Balsa or Cork is the material to use. 
Any paint can be used,,,, acrylic, emulsion,,, anything. I used a waterborne flooring lacquer but polyurethane varnish is another one.


----------



## jrich7970 (Nov 13, 2020)

Those look beautiful!  

So...I am searching all over the d@mn place for balsa, and these crappy search engines keep on surfacing BASSWOOD.  If I wanted basswood, I would have asked for basswood.  I think I might be able to get it at Hobby Lobby.  Where do you get it?  And also, where do you get cork?

And I see you're in Scotland...so, if you get them locally, it wouldn't help me much.  Ha ha.


----------



## dogcatcher (Nov 13, 2020)

Bass wood will also work for bobbers, for those in Great Britain the limewood is a light weight carving wood that will work.


----------



## Pinkster (Nov 14, 2020)

jrich7970 said:


> Those look beautiful!
> 
> So...I am searching all over the d@mn place for balsa, and these crappy search engines keep on surfacing BASSWOOD.  If I wanted basswood, I would have asked for basswood.  I think I might be able to get it at Hobby Lobby.  Where do you get it?  And also, where do you get cork?
> 
> And I see you're in Scotland...so, if you get them locally, it wouldn't help me much.  Ha ha.


Yeah, sorry.

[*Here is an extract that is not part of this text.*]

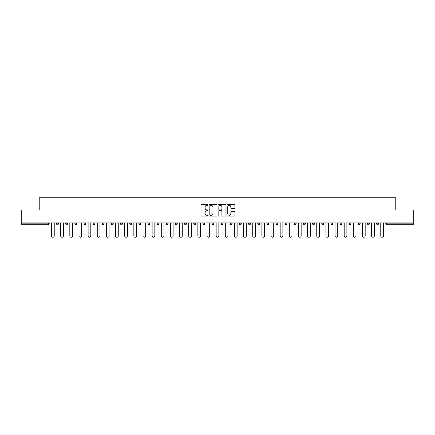 <?xml version="1.0" encoding="UTF-8"?>
<svg xmlns="http://www.w3.org/2000/svg" width="435" height="435" viewBox="0 0 435 435"><rect width="100%" height="100%" fill="white"/><g stroke="black" fill="none" stroke-linecap="round" stroke-linejoin="round"><path stroke-width="0.65" d="M208.12 204.967A0.402 0.402 0 0 0 207.718 204.564L201.601 204.564A0.576 0.576 0 0 0 201.03 205.141L201.03 215.499A0.576 0.576 0 0 0 201.601 216.075L207.718 216.075A0.402 0.402 0 0 0 208.12 215.668A0.402 0.402 0 0 0 207.718 215.265L206.924 215.265A1.843 1.843 0 0 1 205.086 213.427L205.086 212.563A1.843 1.843 0 0 1 206.924 210.719L207.718 210.719A0.402 0.402 0 0 0 208.12 210.317A0.402 0.402 0 0 0 207.718 209.915L206.924 209.915A1.843 1.843 0 0 1 205.086 208.077L205.086 207.212A1.843 1.843 0 0 1 206.924 205.369L207.718 205.369A0.402 0.402 0 0 0 208.12 204.967M234.318 208.621A0.576 0.576 0 0 0 234.895 208.044L234.895 205.141A0.576 0.576 0 0 0 234.318 204.564L227.527 204.564A0.576 0.576 0 0 0 226.95 205.141L226.95 215.499A0.576 0.576 0 0 0 227.527 216.075L234.318 216.075A0.576 0.576 0 0 0 234.895 215.499L234.895 211.986A0.576 0.576 0 0 0 234.318 211.41L231.409 211.41A0.576 0.576 0 0 0 230.838 211.986L230.838 213.726A1.539 1.539 0 0 1 229.299 215.265A1.539 1.539 0 0 1 227.755 213.726L227.755 206.908A1.539 1.539 0 0 1 229.299 205.369A1.539 1.539 0 0 1 230.838 206.908L230.838 208.044A0.576 0.576 0 0 0 231.409 208.621L234.318 208.621M21.75 222.894L21.75 210.056L39.221 210.056L39.221 197.746L395.779 197.746L395.779 210.056L413.25 210.056L413.25 222.894L21.75 222.894L21.75 223.829L48.307 223.829L48.307 222.894M216.994 205.141A0.576 0.576 0 0 0 216.423 204.564L209.632 204.564A0.576 0.576 0 0 0 209.056 205.141L209.056 215.499A0.576 0.576 0 0 0 209.632 216.075L216.423 216.075A0.576 0.576 0 0 0 216.994 215.499L216.994 205.141M218.577 204.564L225.368 204.564A0.576 0.576 0 0 1 225.944 205.141L225.944 215.499A0.576 0.576 0 0 1 225.368 216.075L222.464 216.075A0.576 0.576 0 0 1 221.888 215.499L221.888 211.296A0.576 0.576 0 0 0 221.312 210.719L219.387 210.719A0.576 0.576 0 0 0 218.81 211.296L218.81 215.668A0.402 0.402 0 0 1 218.408 216.075A0.402 0.402 0 0 1 218.006 215.668L218.006 205.141A0.576 0.576 0 0 1 218.577 204.564M49.188 222.894L49.188 223.829A0.881 0.881 0 0 1 48.307 224.71L21.75 224.71L21.75 223.829M413.25 222.894L413.25 224.71L386.693 224.71A0.881 0.881 0 0 1 385.812 223.829L385.812 222.894M56.572 223.829L58.333 223.829A0.881 0.881 0 0 1 57.453 224.71A0.881 0.881 0 0 0 58.333 223.829L58.333 222.894L58.333 223.829A0.881 0.881 0 0 1 57.453 224.71A0.881 0.881 0 0 1 56.572 223.829L56.572 222.894M48.307 224.71A0.881 0.881 0 0 0 49.188 223.829A0.881 0.881 0 0 1 48.307 224.71L48.307 223.829L49.188 223.829M65.718 222.894L65.718 223.829L65.718 222.894M67.479 222.894L67.479 223.829A0.881 0.881 0 0 1 66.599 224.71A0.881 0.881 0 0 1 65.718 223.829A0.881 0.881 0 0 0 66.599 224.71A0.881 0.881 0 0 0 67.479 223.829A0.881 0.881 0 0 1 66.599 224.71A0.881 0.881 0 0 1 65.718 223.829L67.479 223.829M76.625 222.894L76.625 223.829L74.864 223.829A0.881 0.881 0 0 0 75.744 224.71A0.881 0.881 0 0 1 74.864 223.829L74.864 222.894M84.009 222.894L84.009 223.829L84.009 222.894M85.771 222.894L85.771 223.829L85.771 222.894M93.155 222.894L93.155 223.829L93.155 222.894M94.917 222.894L94.917 223.829L94.917 222.894M104.057 222.894L104.057 223.829A0.881 0.881 0 0 1 103.182 224.71A0.881 0.881 0 0 1 102.301 223.829L102.301 222.894M113.203 222.894L113.203 223.829A0.881 0.881 0 0 1 112.328 224.71A0.881 0.881 0 0 1 111.447 223.829L111.447 222.894M122.349 222.894L122.349 223.829A0.881 0.881 0 0 1 121.474 224.71A0.881 0.881 0 0 1 120.593 223.829L120.593 222.894M131.495 222.894L131.495 223.829A0.881 0.881 0 0 1 130.62 224.71A0.881 0.881 0 0 1 129.739 223.829L129.739 222.894M138.885 222.894L138.885 223.829L138.885 222.894M140.641 222.894L140.641 223.829L140.641 222.894M149.787 222.894L149.787 223.829A0.881 0.881 0 0 1 148.906 224.71A0.881 0.881 0 0 1 148.03 223.829L148.03 222.894M157.176 222.894L157.176 223.829L157.176 222.894M158.933 222.894L158.933 223.829L158.933 222.894M168.079 222.894L168.079 223.829L166.322 223.829A0.881 0.881 0 0 0 167.198 224.71A0.881 0.881 0 0 1 166.322 223.829L166.322 222.894M176.344 224.71A0.881 0.881 0 0 0 177.224 223.829L177.224 222.894L177.224 223.829A0.881 0.881 0 0 1 176.344 224.71A0.881 0.881 0 0 1 175.468 223.829L175.468 222.894M186.37 222.894L186.37 223.829A0.881 0.881 0 0 1 185.489 224.71A0.881 0.881 0 0 1 184.609 223.829L184.609 222.894M193.754 222.894L193.754 223.829L193.754 222.894M195.516 222.894L195.516 223.829A0.881 0.881 0 0 1 194.635 224.71A0.881 0.881 0 0 1 193.754 223.829L195.516 223.829A0.881 0.881 0 0 1 194.635 224.71M204.662 222.894L204.662 223.829A0.881 0.881 0 0 1 203.781 224.71A0.881 0.881 0 0 1 202.9 223.829L202.9 222.894M212.046 223.829L213.808 223.829A0.881 0.881 0 0 1 212.927 224.71A0.881 0.881 0 0 0 213.808 223.829L213.808 222.894L213.808 223.829A0.881 0.881 0 0 1 212.927 224.71A0.881 0.881 0 0 1 212.046 223.829L212.046 222.894M222.954 222.894L222.954 223.829A0.881 0.881 0 0 1 222.073 224.71A0.881 0.881 0 0 1 221.192 223.829L221.192 222.894M230.338 222.894L230.338 223.829L230.338 222.894M232.1 222.894L232.1 223.829L232.1 222.894M239.484 222.894L239.484 223.829L239.484 222.894M241.246 222.894L241.246 223.829A0.881 0.881 0 0 1 240.365 224.71A0.881 0.881 0 0 1 239.484 223.829L241.246 223.829A0.881 0.881 0 0 1 240.365 224.71M248.63 222.894L248.63 223.829L248.63 222.894M250.391 222.894L250.391 223.829L250.391 222.894M257.776 222.894L257.776 223.829L257.776 222.894M259.532 222.894L259.532 223.829A0.881 0.881 0 0 1 258.656 224.71A0.881 0.881 0 0 1 257.776 223.829A0.881 0.881 0 0 0 258.656 224.71A0.881 0.881 0 0 0 259.532 223.829A0.881 0.881 0 0 1 258.656 224.71A0.881 0.881 0 0 1 257.776 223.829L259.532 223.829M268.678 222.894L268.678 223.829A0.881 0.881 0 0 1 267.802 224.71A0.881 0.881 0 0 1 266.921 223.829L266.921 222.894M277.824 222.894L277.824 223.829L276.067 223.829A0.881 0.881 0 0 0 276.948 224.71A0.881 0.881 0 0 1 276.067 223.829L276.067 222.894M286.969 222.894L286.969 223.829A0.881 0.881 0 0 1 286.094 224.71A0.881 0.881 0 0 1 285.213 223.829L285.213 222.894M294.359 222.894L294.359 223.829L294.359 222.894M296.115 222.894L296.115 223.829A0.881 0.881 0 0 1 295.234 224.71A0.881 0.881 0 0 1 294.359 223.829A0.881 0.881 0 0 0 295.234 224.71A0.881 0.881 0 0 1 294.359 223.829L296.115 223.829A0.881 0.881 0 0 1 295.234 224.71M305.261 222.894L305.261 223.829A0.881 0.881 0 0 1 304.38 224.71A0.881 0.881 0 0 1 303.505 223.829L303.505 222.894M314.407 222.894L314.407 223.829L312.651 223.829A0.881 0.881 0 0 0 313.526 224.71A0.881 0.881 0 0 1 312.651 223.829L312.651 222.894M323.553 222.894L323.553 223.829A0.881 0.881 0 0 1 322.672 224.71A0.881 0.881 0 0 1 321.797 223.829L321.797 222.894M332.699 222.894L332.699 223.829L330.943 223.829A0.881 0.881 0 0 0 331.818 224.71A0.881 0.881 0 0 1 330.943 223.829L330.943 222.894M341.845 222.894L341.845 223.829A0.881 0.881 0 0 1 340.964 224.71A0.881 0.881 0 0 1 340.083 223.829L340.083 222.894M350.991 222.894L350.991 223.829L349.229 223.829A0.881 0.881 0 0 0 350.11 224.71A0.881 0.881 0 0 1 349.229 223.829L349.229 222.894M360.137 222.894L360.137 223.829A0.881 0.881 0 0 1 359.256 224.71A0.881 0.881 0 0 1 358.375 223.829L358.375 222.894M369.282 222.894L369.282 223.829L367.521 223.829A0.881 0.881 0 0 0 368.401 224.71A0.881 0.881 0 0 1 367.521 223.829L367.521 222.894M378.428 222.894L378.428 223.829L376.666 223.829A0.881 0.881 0 0 0 377.547 224.71A0.881 0.881 0 0 1 376.666 223.829L376.666 222.894M76.625 223.829A0.881 0.881 0 0 1 75.744 224.71A0.881 0.881 0 0 0 76.625 223.829A0.881 0.881 0 0 1 75.744 224.71A0.881 0.881 0 0 1 74.864 223.829M84.89 224.71A0.881 0.881 0 0 1 84.009 223.829A0.881 0.881 0 0 0 84.89 224.71A0.881 0.881 0 0 0 85.771 223.829A0.881 0.881 0 0 1 84.89 224.71A0.881 0.881 0 0 1 84.009 223.829L85.771 223.829A0.881 0.881 0 0 1 84.89 224.71M94.036 224.71A0.881 0.881 0 0 1 93.155 223.829A0.881 0.881 0 0 0 94.036 224.71A0.881 0.881 0 0 0 94.917 223.829A0.881 0.881 0 0 1 94.036 224.71A0.881 0.881 0 0 1 93.155 223.829L94.917 223.829A0.881 0.881 0 0 1 94.036 224.71M139.766 224.71A0.881 0.881 0 0 1 138.885 223.829L140.641 223.829A0.881 0.881 0 0 1 139.766 224.71A0.881 0.881 0 0 0 140.641 223.829M158.052 224.71A0.881 0.881 0 0 1 157.176 223.829L158.933 223.829A0.881 0.881 0 0 1 158.052 224.71A0.881 0.881 0 0 0 158.933 223.829M167.198 224.71A0.881 0.881 0 0 0 168.079 223.829A0.881 0.881 0 0 1 167.198 224.71A0.881 0.881 0 0 1 166.322 223.829M231.219 224.71A0.881 0.881 0 0 1 230.338 223.829L232.1 223.829A0.881 0.881 0 0 1 231.219 224.71A0.881 0.881 0 0 0 232.1 223.829A0.881 0.881 0 0 1 231.219 224.71M249.511 224.71A0.881 0.881 0 0 1 248.63 223.829A0.881 0.881 0 0 0 249.511 224.71A0.881 0.881 0 0 0 250.391 223.829A0.881 0.881 0 0 1 249.511 224.71A0.881 0.881 0 0 1 248.63 223.829L250.391 223.829M276.948 224.71A0.881 0.881 0 0 0 277.824 223.829A0.881 0.881 0 0 1 276.948 224.71A0.881 0.881 0 0 1 276.067 223.829M313.526 224.71A0.881 0.881 0 0 0 314.407 223.829A0.881 0.881 0 0 1 313.526 224.71A0.881 0.881 0 0 1 312.651 223.829M332.699 223.829A0.881 0.881 0 0 1 331.818 224.71A0.881 0.881 0 0 0 332.699 223.829A0.881 0.881 0 0 1 331.818 224.71A0.881 0.881 0 0 1 330.943 223.829M350.11 224.71A0.881 0.881 0 0 0 350.991 223.829A0.881 0.881 0 0 1 350.11 224.71A0.881 0.881 0 0 1 349.229 223.829M359.256 224.71A0.881 0.881 0 0 0 360.137 223.829A0.881 0.881 0 0 1 359.256 224.71M368.401 224.71A0.881 0.881 0 0 0 369.282 223.829A0.881 0.881 0 0 1 368.401 224.71A0.881 0.881 0 0 1 367.521 223.829M377.547 224.71A0.881 0.881 0 0 0 378.428 223.829A0.881 0.881 0 0 1 377.547 224.71A0.881 0.881 0 0 1 376.666 223.829M386.693 222.894L386.693 224.71A0.881 0.881 0 0 1 385.812 223.829L413.25 223.829M210.263 205.369A0.402 0.402 0 0 0 209.86 205.771L209.86 214.863A0.402 0.402 0 0 0 210.263 215.265L211.1 215.265A1.843 1.843 0 0 0 212.938 213.427L212.938 207.212A1.843 1.843 0 0 0 211.1 205.369L210.263 205.369M221.888 206.935A1.539 1.539 0 0 0 220.349 205.396A1.539 1.539 0 0 0 218.81 206.935L218.81 209.338A0.576 0.576 0 0 0 219.387 209.915L221.312 209.915A0.576 0.576 0 0 0 221.888 209.338L221.888 206.935M51.531 222.894L51.531 235.906A1.348 1.348 0 0 0 52.88 237.254A1.348 1.348 0 0 0 54.228 235.906L54.228 222.894M60.677 222.894L60.677 235.906A1.348 1.348 0 0 0 62.026 237.254A1.348 1.348 0 0 0 63.374 235.906L63.374 222.894M69.823 222.894L69.823 235.906A1.348 1.348 0 0 0 71.171 237.254A1.348 1.348 0 0 0 72.52 235.906L72.52 222.894M78.969 222.894L78.969 235.906A1.348 1.348 0 0 0 80.317 237.254A1.348 1.348 0 0 0 81.666 235.906L81.666 222.894M88.115 222.894L88.115 235.906A1.348 1.348 0 0 0 89.463 237.254A1.348 1.348 0 0 0 90.812 235.906L90.812 222.894M97.261 222.894L97.261 235.906A1.348 1.348 0 0 0 98.609 237.254A1.348 1.348 0 0 0 99.958 235.906L99.958 222.894M106.406 222.894L106.406 235.906A1.348 1.348 0 0 0 107.755 237.254A1.348 1.348 0 0 0 109.103 235.906L109.103 222.894M115.552 222.894L115.552 235.906A1.348 1.348 0 0 0 116.901 237.254A1.348 1.348 0 0 0 118.249 235.906L118.249 222.894M124.698 222.894L124.698 235.906A1.348 1.348 0 0 0 126.047 237.254A1.348 1.348 0 0 0 127.395 235.906L127.395 222.894M133.844 222.894L133.844 235.906A1.348 1.348 0 0 0 135.193 237.254A1.348 1.348 0 0 0 136.541 235.906L136.541 222.894M142.984 222.894L142.984 235.906A1.348 1.348 0 0 0 144.333 237.254A1.348 1.348 0 0 0 145.681 235.906L145.681 222.894M152.13 222.894L152.13 235.906A1.348 1.348 0 0 0 153.479 237.254A1.348 1.348 0 0 0 154.827 235.906L154.827 222.894M161.276 222.894L161.276 235.906A1.348 1.348 0 0 0 162.625 237.254A1.348 1.348 0 0 0 163.973 235.906L163.973 222.894M170.422 222.894L170.422 235.906A1.348 1.348 0 0 0 171.771 237.254A1.348 1.348 0 0 0 173.119 235.906L173.119 222.894M179.568 222.894L179.568 235.906A1.348 1.348 0 0 0 180.917 237.254A1.348 1.348 0 0 0 182.265 235.906L182.265 222.894M188.714 222.894L188.714 235.906A1.348 1.348 0 0 0 190.062 237.254A1.348 1.348 0 0 0 191.411 235.906L191.411 222.894M197.86 222.894L197.86 235.906A1.348 1.348 0 0 0 199.208 237.254A1.348 1.348 0 0 0 200.557 235.906L200.557 222.894M207.006 222.894L207.006 235.906A1.348 1.348 0 0 0 208.354 237.254A1.348 1.348 0 0 0 209.703 235.906L209.703 222.894M216.151 222.894L216.151 235.906A1.348 1.348 0 0 0 217.5 237.254A1.348 1.348 0 0 0 218.849 235.906L218.849 222.894M225.297 222.894L225.297 235.906A1.348 1.348 0 0 0 226.646 237.254A1.348 1.348 0 0 0 227.994 235.906L227.994 222.894M234.443 222.894L234.443 235.906A1.348 1.348 0 0 0 235.792 237.254A1.348 1.348 0 0 0 237.14 235.906L237.14 222.894M243.589 222.894L243.589 235.906A1.348 1.348 0 0 0 244.938 237.254A1.348 1.348 0 0 0 246.286 235.906L246.286 222.894M252.735 222.894L252.735 235.906A1.348 1.348 0 0 0 254.083 237.254A1.348 1.348 0 0 0 255.432 235.906L255.432 222.894M261.881 222.894L261.881 235.906A1.348 1.348 0 0 0 263.229 237.254A1.348 1.348 0 0 0 264.578 235.906L264.578 222.894M271.027 222.894L271.027 235.906A1.348 1.348 0 0 0 272.375 237.254A1.348 1.348 0 0 0 273.724 235.906L273.724 222.894M280.173 222.894L280.173 235.906A1.348 1.348 0 0 0 281.521 237.254A1.348 1.348 0 0 0 282.87 235.906L282.87 222.894M289.318 222.894L289.318 235.906A1.348 1.348 0 0 0 290.667 237.254A1.348 1.348 0 0 0 292.015 235.906L292.015 222.894M298.459 222.894L298.459 235.906A1.348 1.348 0 0 0 299.807 237.254A1.348 1.348 0 0 0 301.156 235.906L301.156 222.894M307.605 222.894L307.605 235.906A1.348 1.348 0 0 0 308.953 237.254A1.348 1.348 0 0 0 310.302 235.906L310.302 222.894M316.751 222.894L316.751 235.906A1.348 1.348 0 0 0 318.099 237.254A1.348 1.348 0 0 0 319.448 235.906L319.448 222.894M325.897 222.894L325.897 235.906A1.348 1.348 0 0 0 327.245 237.254A1.348 1.348 0 0 0 328.594 235.906L328.594 222.894M335.042 222.894L335.042 235.906A1.348 1.348 0 0 0 336.391 237.254A1.348 1.348 0 0 0 337.739 235.906L337.739 222.894M344.188 222.894L344.188 235.906A1.348 1.348 0 0 0 345.537 237.254A1.348 1.348 0 0 0 346.885 235.906L346.885 222.894M353.334 222.894L353.334 235.906A1.348 1.348 0 0 0 354.683 237.254A1.348 1.348 0 0 0 356.031 235.906L356.031 222.894M362.48 222.894L362.48 235.906A1.348 1.348 0 0 0 363.829 237.254A1.348 1.348 0 0 0 365.177 235.906L365.177 222.894M371.626 222.894L371.626 235.906A1.348 1.348 0 0 0 372.974 237.254A1.348 1.348 0 0 0 374.323 235.906L374.323 222.894M380.772 222.894L380.772 235.906A1.348 1.348 0 0 0 382.12 237.254A1.348 1.348 0 0 0 383.469 235.906L383.469 222.894M103.182 224.71A0.881 0.881 0 0 0 104.057 223.829L102.301 223.829M112.328 224.71A0.881 0.881 0 0 0 113.203 223.829L111.447 223.829M121.474 224.71A0.881 0.881 0 0 0 122.349 223.829L120.593 223.829M130.62 224.71A0.881 0.881 0 0 0 131.495 223.829L129.739 223.829M148.906 224.71A0.881 0.881 0 0 0 149.787 223.829L148.03 223.829M177.224 223.829L175.468 223.829M185.489 224.71A0.881 0.881 0 0 0 186.37 223.829L184.609 223.829M203.781 224.71A0.881 0.881 0 0 0 204.662 223.829L202.9 223.829M222.073 224.71A0.881 0.881 0 0 0 222.954 223.829L221.192 223.829M267.802 224.71A0.881 0.881 0 0 0 268.678 223.829L266.921 223.829M286.094 224.71A0.881 0.881 0 0 0 286.969 223.829L285.213 223.829M304.38 224.71A0.881 0.881 0 0 0 305.261 223.829L303.505 223.829M322.672 224.71A0.881 0.881 0 0 0 323.553 223.829L321.797 223.829M340.964 224.71A0.881 0.881 0 0 0 341.845 223.829L340.083 223.829M360.137 223.829L358.375 223.829M386.693 224.71A0.881 0.881 0 0 1 385.812 223.829"/></g></svg>

I buy balsa in bulk from a UK hobby supplier. 
Cork, ebay. It all comes from Portugal anyway so you should be able to get it no problem. 
I buy 1/2" x 1 1/4" Flor Grade Cork rings and laminate them using polyurethane glue, that way you can build up to the length you need then cut down to size. 

Look at this on eBay








						50 CORK RINGS 11/4"X1/2" GRADE EXTRA BORE 1/4" ---- Free ship  | eBay
					

Find many great new & used options and get the best deals for 50 CORK RINGS 11/4"X1/2" GRADE EXTRA BORE 1/4" ---- Free ship at the best online prices at eBay! Free delivery for many products.



					www.ebay.co.uk


----------



## MiteyF (Nov 14, 2020)

I've made quite a few bobbers, all slip bobber style. Some weighted, some not. I use basswood for all of mine.


----------



## howsitwork (Nov 14, 2020)

Lime will work . 

For Balsa look at any Radio control model kit store . Although there has been a big move towards ARTF , “almost ready to fly “ kits . Many traditionalists still like to build from plans using balsa etc.


----------



## OK-Pens (Nov 15, 2020)

See this one:

https://shop.balsausa.com/category_s/1011.htm


----------



## howsitwork (Nov 15, 2020)

Ole

Thats the sort of site to look on

I just thank heavens that the postal costs are enough to make me shopping there out of the question or I would have to start hiding purchases from my wife even more carefully !!


----------



## jrich7970 (Nov 20, 2020)

OK-Pens said:


> See this one:
> 
> https://shop.balsausa.com/category_s/1011.htm


Thanks!


----------



## scrofts1219 (Nov 29, 2020)

Does anyone have instructions, sizes, etc. I would love to do this but not sure how to start. 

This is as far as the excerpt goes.